» About this task:
Search the records for the word "Project" and copy each line in which it appears.

Excerpts from a dataset:

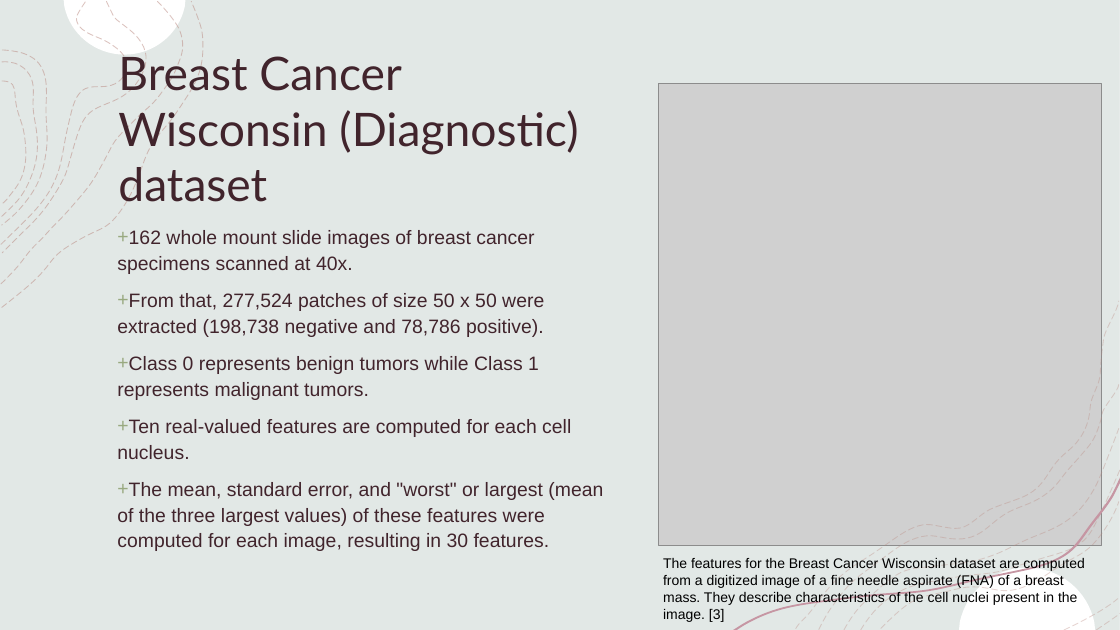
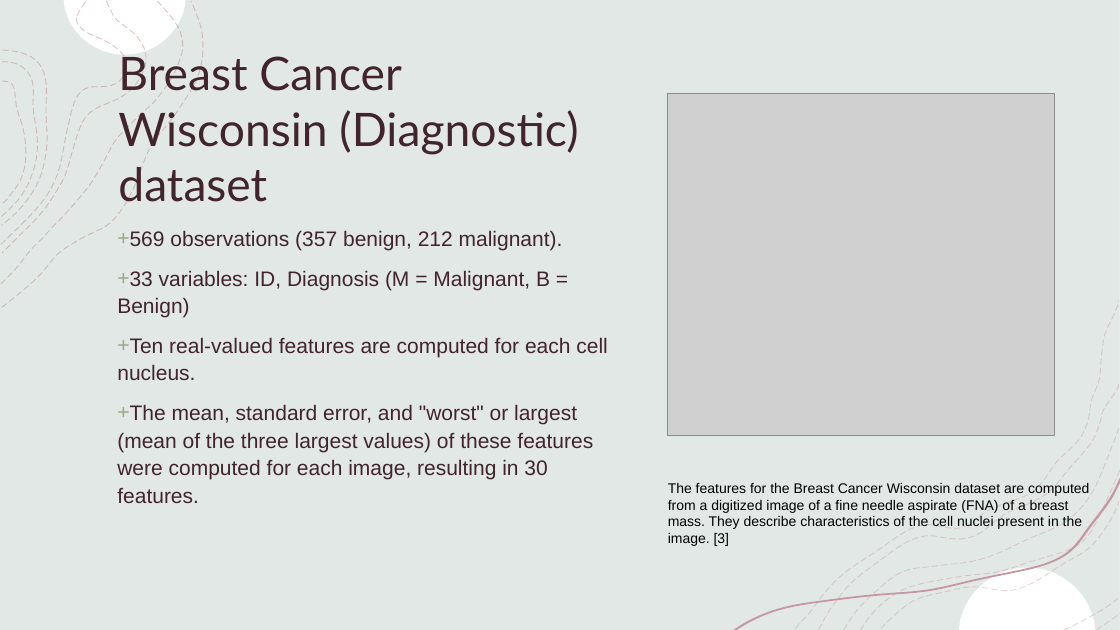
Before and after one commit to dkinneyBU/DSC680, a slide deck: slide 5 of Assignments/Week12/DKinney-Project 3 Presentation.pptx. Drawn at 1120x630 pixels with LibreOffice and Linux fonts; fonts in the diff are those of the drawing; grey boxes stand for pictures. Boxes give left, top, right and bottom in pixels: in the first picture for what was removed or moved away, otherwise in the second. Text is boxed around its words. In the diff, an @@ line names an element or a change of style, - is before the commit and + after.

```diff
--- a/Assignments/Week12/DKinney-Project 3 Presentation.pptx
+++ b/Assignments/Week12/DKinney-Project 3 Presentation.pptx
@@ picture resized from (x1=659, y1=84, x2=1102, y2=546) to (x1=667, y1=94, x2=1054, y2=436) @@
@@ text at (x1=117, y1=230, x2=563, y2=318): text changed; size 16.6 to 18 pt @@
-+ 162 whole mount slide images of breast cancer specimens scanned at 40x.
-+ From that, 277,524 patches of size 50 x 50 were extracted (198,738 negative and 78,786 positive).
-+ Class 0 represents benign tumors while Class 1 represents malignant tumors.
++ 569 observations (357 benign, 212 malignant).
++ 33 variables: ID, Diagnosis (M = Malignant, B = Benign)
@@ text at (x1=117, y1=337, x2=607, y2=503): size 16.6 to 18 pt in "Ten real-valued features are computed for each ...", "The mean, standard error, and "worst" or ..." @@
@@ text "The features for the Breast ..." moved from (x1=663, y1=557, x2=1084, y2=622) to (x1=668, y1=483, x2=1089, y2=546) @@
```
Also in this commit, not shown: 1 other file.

» The answer:
Before and after one commit to dkinneyBU/DSC680, a slide deck: slide 5 of Assignments/Week12/DKinney-Project 3 Presentation.pptx. Drawn at 1120x630 pixels with LibreOffice and Linux fonts; fonts in the diff are those of the drawing; grey boxes stand for pictures. Boxes give left, top, right and bottom in pixels: in the first picture for what was removed or moved away, otherwise in the second. Text is boxed around its words. In the diff, an @@ line names an element or a change of style, - is before the commit and + after.
--- a/Assignments/Week12/DKinney-Project 3 Presentation.pptx
+++ b/Assignments/Week12/DKinney-Project 3 Presentation.pptx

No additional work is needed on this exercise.